Notas al margen
David Fernández
Los europeos no sabemos ni qué decir
HARÁ como cosa de 10 años fui invitado por la Universidad de Granada a dar una conferencia. Era un ciclo sobre temas andaluces. Los actos se celebraron en la Corrala de Santiago, un edificio del siglo XVI, propiedad de la Universidad, en el barrio de El Realejo, de donde, por cierto soy 'vecino honorario', con insignia y pergamino.
Mi conferencia versó sobre 'Toros, cante y pollos de pelea'. El salón estaba completamente lleno. En la primera fila había un señor, de cierta edad, cuya cara me era familiar. No he tenido más atención en una charla mía que la de aquel señor, que, al final, en un coloquio que se entabló, me preguntó todo lo preguntable sobre el tema tratado.

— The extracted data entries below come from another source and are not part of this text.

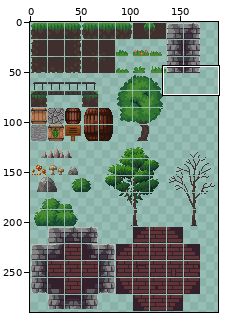
Sprite sheet, stored at android/assets/maps/tileset.png. Above, an overview of the earlier version with the close-up marked.
Close-up. Old version:
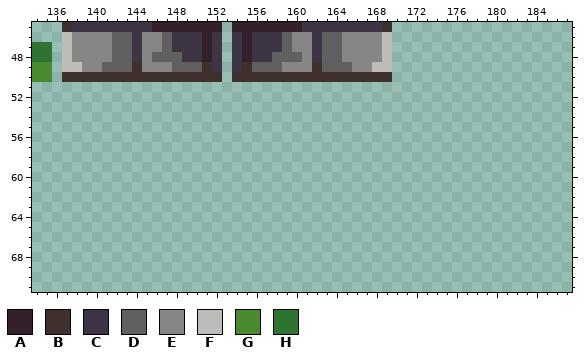
The file is 188x290 pixels. Colours within 5 levels of each other are drawn and written as one. Shown: x 134..187, y 45..71.
Palette (. is transparent): A #34202b  B #3f302d  C #3d3544  D #606060  E #868686  F #bcbcb8  G #498a31  H #2e7330
Pixels before, first column x 134:
45 ...BCCCCCCCCAAAAAAA.AAAAAAACCCCCCCCB
46 ...FEEEEDDCEEDCCCAC.CACCCDEECDDEEEEF
47 HH.FEEEEDDCEEDCCCAC.CACCCDEECDDEEEEF
48 HH.FEEEEDDCEDDDCCAC.CACCDDDECDDEEEEF
49 GG.FFEEDDDBEEEDDDBC.CBDDDEEEBDDDEEFF
50 GG.BBBBBBBBBBBBBBBB.BBBBBBBBBBBBBBBB
New version:
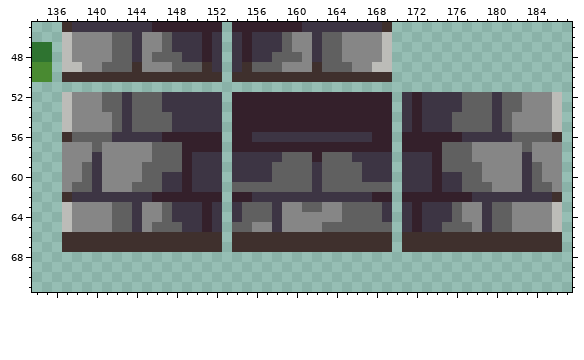
Edits made:
Changed rows in their new state; - is an unchanged pixel.
first column x 137:
52 FEEEDDCDDDCCCCCC-AAAAAAAAAAAAAAAA-CACCCCDDDCDDEEEF
53 FEEEDDCDDDCCCCCC-AAAAAAAAAAAAAAAA-CACCCCDDDCDDEEEF
54 FEEEEDCDDDDCCCCC-AAAAAAAAAAAAAAAA-CACCCDDDDCDEEEEF
55 FEEEEDCDDDDCCCCC-AAAAAAAAAAAAAAAA-CACCCDDDDCDEEEEF
56 BDDDDCCCCCAAAAAA-AACCCCCCCCCCCCAA-AAAAAACCCCCDDDDB
57 EEEDEEEEEDDDAAAA-AAAAAAAAAAAAAAAA-AAAADDDEEEEEDEEE
58 EEECEEEEEDDDACCC-CCCCCDDDADDDCCCC-CCCADDDEEEEECEEE
59 EEDCEEEEDDDDACCC-CCCCDDDDCDDDDCCC-CCCADDDDEEEECDEE
60 EEDCEEEEDDCCACCC-CCCCDDDDCDDDDCCC-CCCACCDDEEEECDEE
61 EDDCEEEDDDCCACCC-DDDDDDDDCDDDDDDD-CCCACCDDDEEECDDE
62 BCCCCCCCCAAAAAAA-AACCCCCCCCCCCCAA-AAAAAAACCCCCCCCB
63 FEEEEDDCEEDCCCAC-CDDDCEEDDEEDDDDC-CACCCDEECDDEEEEF
64 FEEEEDDCEEDCCCAC-CDDDCEEEEEEDDDDC-CACCCDEECDDEEEEF
65 FEEEEDDCEDDDCCAC-DDEECEEEEDDDDDDD-CACCDDDECDDEEEEF
66 BBBBBBBBBBBBBBBB-BBBBBBBBBBBBBBBB-BBBBBBBBBBBBBBBB
67 BBBBBBBBBBBBBBBB-BBBBBBBBBBBBBBBB-BBBBBBBBBBBBBBBB
Changed places in both close-ups, as pixel boxes (x1, y1, x2, y2):
added: (62, 92, 562, 252)

Tan recordable me resultaba aquel señor que, luego lo supe, cuando me lo presentaron, que era hermano de don Alfonso de Cossio y del Corral, catedrático de Derecho Civil de Sevilla. Tenía todo el aire de familia. Como que aquel señor atentísimo era don Francisco de Cossío y del Corral, abogado, que había sido técnico del Ministerio de Información y Turismo y seguidor, en unos cuatro tomos más, de la enciclopédica obra 'Los Toros' de su tío Don José María de Cossío. Don Francisco de Cossío había sido, en su juventud de Valladolid, donde nació en 1916, representante artístico del bailaor Vicente Escudero. Era don Francisco persona muy alegre, dicharachera, culta, como todos los Cossío, educado y de un trato exquisito. Su vida, cuando lo conocí, discurría entre Baza (Granada), donde era propietario de una casa-palacio mudéjar magnífica, y Murcia, donde también tenía otra casa.
Pues, en Murcia, precisamente el jueves pasado, le ha cogido la muerte. Su sobrino Ignacio de Cossío, hijo de Manolo de Cossío y nieto de don Alfonso, es el continuador de la obra 'Los Toros'.
Con don Alfonso tuvo amistad mi padre, con Manolo y con su nieto Ignacio la tengo yo. Pero con don Francisco de Cossío tenía yo, además de amistad desde aquella fecha, un especial agradecimiento. No he tenido en mi vida asistente más atento a una conferencia mía que él y, sobre todo, más ávido por saber, dentro de lo que yo lo podía ilustrar, que él, porque me asaeteó de preguntas atinadas y muy bien hechas. Don Francisco, amigo, que la tierra te sea leve.